Here comes 2 problems:
the first being mine, which is disk space for me to be able to put to process approximately 150 million lines (from csv to dataframe), with about 300 inputs, in addition to the closing price. I have no memory on the PC! lol
Now, for the second, being for stocks, and putting it as the idea of starting at a time, for example: at 9:30 am and ending at 17:30 in the afternoon ... every single day.
I, in this case of the project, would have to create a layer beyond, to validate the days - beginning and end - and then yes, put the RESET (self) method of the file 'trading_env.py'?

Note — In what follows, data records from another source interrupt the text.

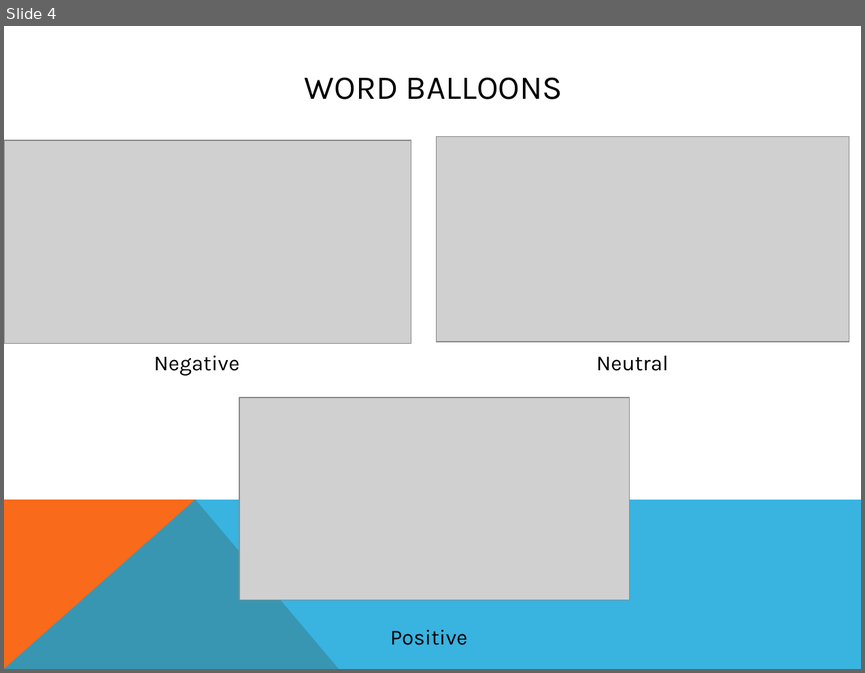
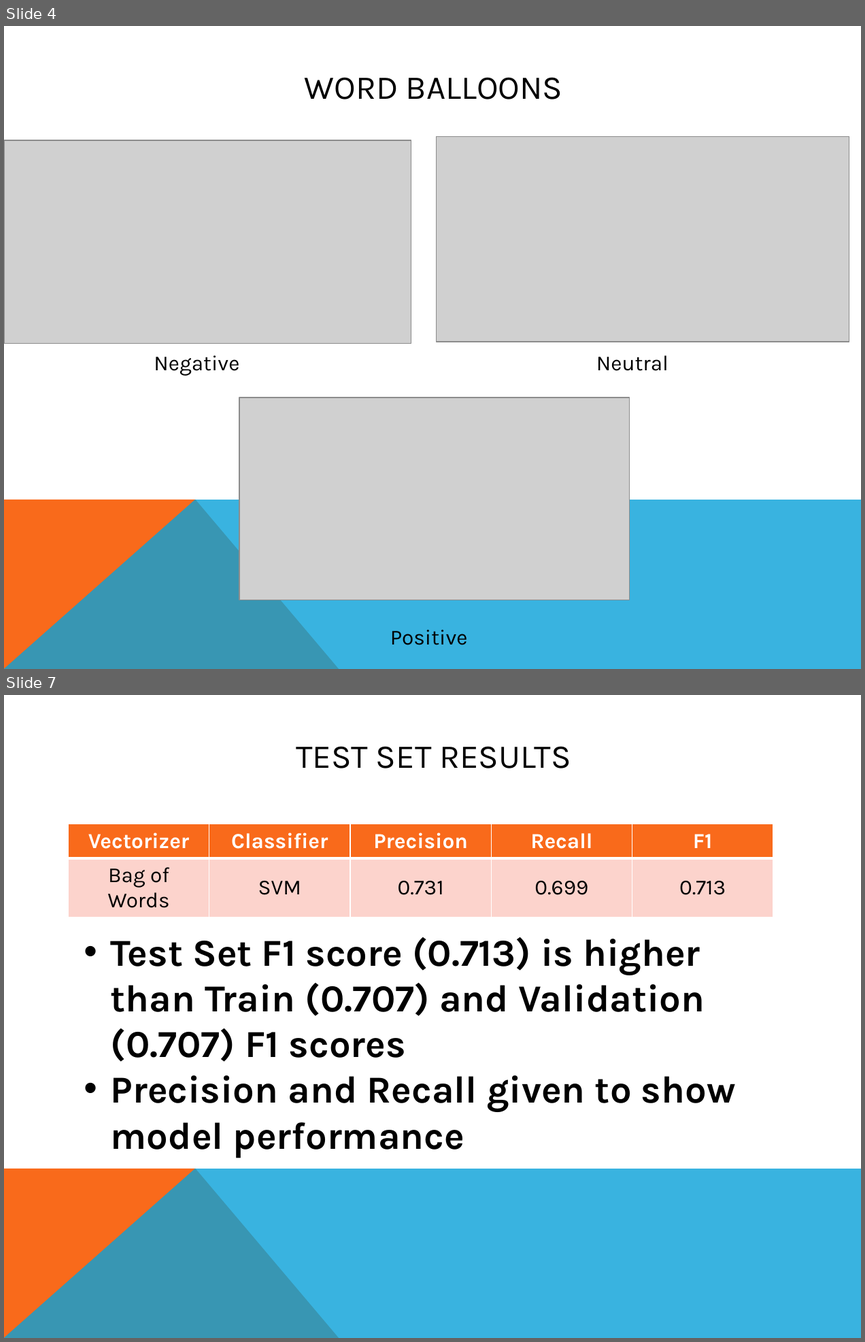
Before and after one commit to willjdew/Airline-Twitter-Sentiment, a slide deck: documents/Twitter US Airline Sentiment Analysis PP.pptx. Shown one above the other, each under a label of ours: slide 4 before the commit, slides 4 and 7 after it; the slides between them are not shown. The pictures are 865x673 and 865x1342 pixels, drawn with LibreOffice and Linux fonts; fonts in the diff are those of the drawing; grey boxes stand for pictures. Boxes give left, top, right and bottom in pixels: in the first picture for what was removed or moved away, otherwise in the second. Text is boxed around its words. In the diff, an @@ line names an element or a change of style, - is before the commit and + after.

```diff
--- a/documents/Twitter US Airline Sentiment Analysis PP.pptx
+++ b/documents/Twitter US Airline Sentiment Analysis PP.pptx
@@ slide 7 added at bbox=[4, 695, 861, 1338], background #FFFFFF; not listed: 2 template elements that a slide beside it also shows @@
@@ title added at bbox=[296, 746, 571, 768], 28 pt, text #000000 @@
+TEST SET RESULTS
@@ table added at bbox=[68, 824, 775, 911], 2 rows, 5 columns @@
+Vectorizer | Classifier | Precision | Recall | F1
+Bag of Words | SVM | 0.731 | 0.699 | 0.713
@@ text added at bbox=[111, 937, 736, 1157], 32 pt, text #000000, bold @@
+• Test Set F1 score (0.713) is higher than Train (0.707) and Validation (0.707) F1 scores
+• Precision and Recall given to show model performance
```
Also in this commit, not shown: 1 slide changed, 4 other slides added, 3 slides removed, 1 other file.

You can override some methods to reach your goal. But, it takes much time and can be hard. I was thinking about breaking the whole period into daily periods and considering each period as an episode.
I mean you don't need to load all 150 million lines. Just one day's data is enough. Then, you can select a period, for example [9:30, 17:30], and put it in the env
. Now, train your model with this env and consider it as an episode. Repeat this operation for each day and use all days' data to improve your model.
It seems like both problems are solved!
I think so, it goes in the vein of my doubt!
Thank you very much for your help and your attention, @AminHP !
I think we'll talk soon!
Hello, my dear! Look at me here again. =)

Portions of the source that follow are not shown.